At 0845, the accused was escorted into chamber and to his seat. He chatted with lead defense counsel Rick Kammen and a translator.
Aside, not previously mentioned: In the gallery, a section to the right is reserved for family members. A curtain may be drawn to separate them from the rest of the gallery, presumably to protect their privacy during emotional moments.
At 0903, Judge James J. Pohl took the bench.
Renewal of defendant’s motion to dismiss the charge of terrorism
Although the D.C. Circuit’s decision in Hamdan II, holding that “material support for terrorism” is not an offense cognizable by an Military Commission (MC) for pre-2006 acts, does not directly apply, its reasoning does. The court reasoned that pre-2006 offenses must be based on established international law of war principles. Under treaties, conventions, custom and the like, which provide the basis for such principles, “terrorism” appears only as a broad category under which specific offenses are found; it is not a separate cognizable offense. DC Cir panel reversed the conviction in Al-Bahlul, extending the reasoning of Hamdan II to conspiracy
Discussion of the effect of Al Bahlul, a case decided by the CMCR in which the conviction was ultimately reversed and is nownow pending at the D.C. Circuit awaiting an en banc hearing (hearing by all judges on the bench, not just a select panel), ensued. Ultimately, all concerned, including Judge Pohl, agreed that Hamdan II provides the guidance for this motion.

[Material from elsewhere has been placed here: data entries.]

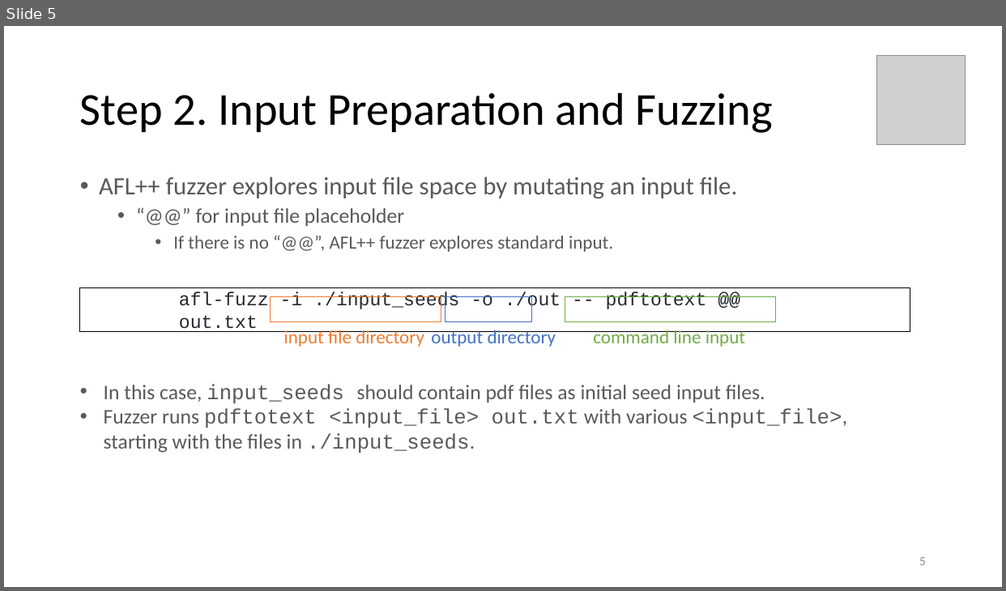
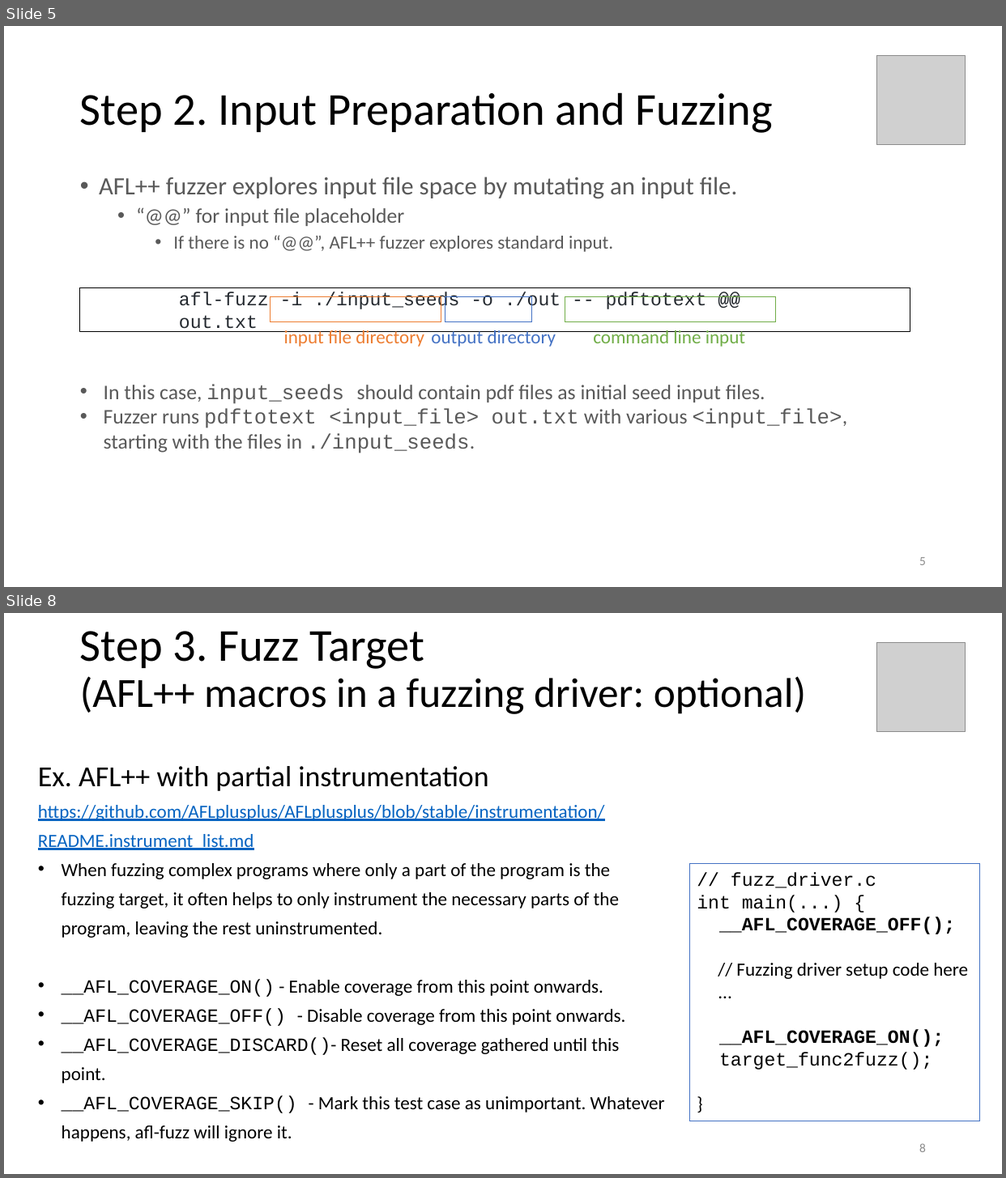
Before and after one commit to swtv-kaist/cs458-spring23, a slide deck: 3-fuzz-concolic/lec42-fuzzing_with_afl++-v3.pptx. Shown one above the other, each under a label of ours: slide 5 before the commit, slides 5 and 8 after it; the slides between them are not shown. The pictures are 1006x591 and 1006x1178 pixels, drawn with LibreOffice and Linux fonts; fonts in the diff are those of the drawing; grey boxes stand for pictures. Boxes give left, top, right and bottom in pixels: in the first picture for what was removed or moved away, otherwise in the second. Text is boxed around its words. In the diff, an @@ line names an element or a change of style, - is before the commit and + after.

```diff
--- a/3-fuzz-concolic/lec42-fuzzing_with_afl++-v3.pptx
+++ b/3-fuzz-concolic/lec42-fuzzing_with_afl++-v3.pptx
@@ slide 8 added at [4,613,1002,1174], background #FFFFFF @@
@@ title added at [80,631,806,714], 40 pt, text #000000 @@
+Step 3. Fuzz Target
+(AFL++ macros in a fuzzing driver: optional)
@@ picture added at [877,643,966,732] @@
@@ text added at [38,766,665,1142], 18 pt, text #000000 @@
+Ex. AFL++ with partial instrumentation
+https://github.com/AFLplusplus/AFLplusplus/blob/stable/instrumentation/README.instrument_list.md
+• When fuzzing complex programs where only a part of the program is the fuzzing target, it often helps to only instrument the necessary parts of the program, leaving the rest uninstrumented.
+• __AFL_COVERAGE_ON() - Enable coverage from this point onwards.
+• __AFL_COVERAGE_OFF() - Disable coverage from this point onwards.
+• __AFL_COVERAGE_DISCARD()- Reset all coverage gathered until this point.
+• __AFL_COVERAGE_SKIP() - Mark this test case as unimportant. Whatever happens, afl-fuzz will ignore it.
@@ rectangle added at [690,864,980,1121], outline #4472C4 0.75 pt, 18 pt, text #000000 @@
+// fuzz_driver.c
+int main(...) {
+__AFL_COVERAGE_OFF();
+// Fuzzing driver setup code here
+...
+__AFL_COVERAGE_ON();
+target_func2fuzz();
+}
@@ page number added at [919,1144,926,1152], 12 pt, text #8C8C8C @@
+8
```
Also in this commit, not shown: 7 slides changed, 4 other files.

Brigadier General (BG) Mark Martins disagreed with defense counsel, arguing that international law of war precepts have recognized “terrorism” as a separate offense “for a long, long time.” And blowing up a ship in the harbor of a busy city, filming that explosion and circulating the film to cow the population and influence government policy falls into the “sweet spot” of that cognizable offense.
Judge Pohl reserved his decision, meaning he will rule after further review of the law and/or relevant evidence.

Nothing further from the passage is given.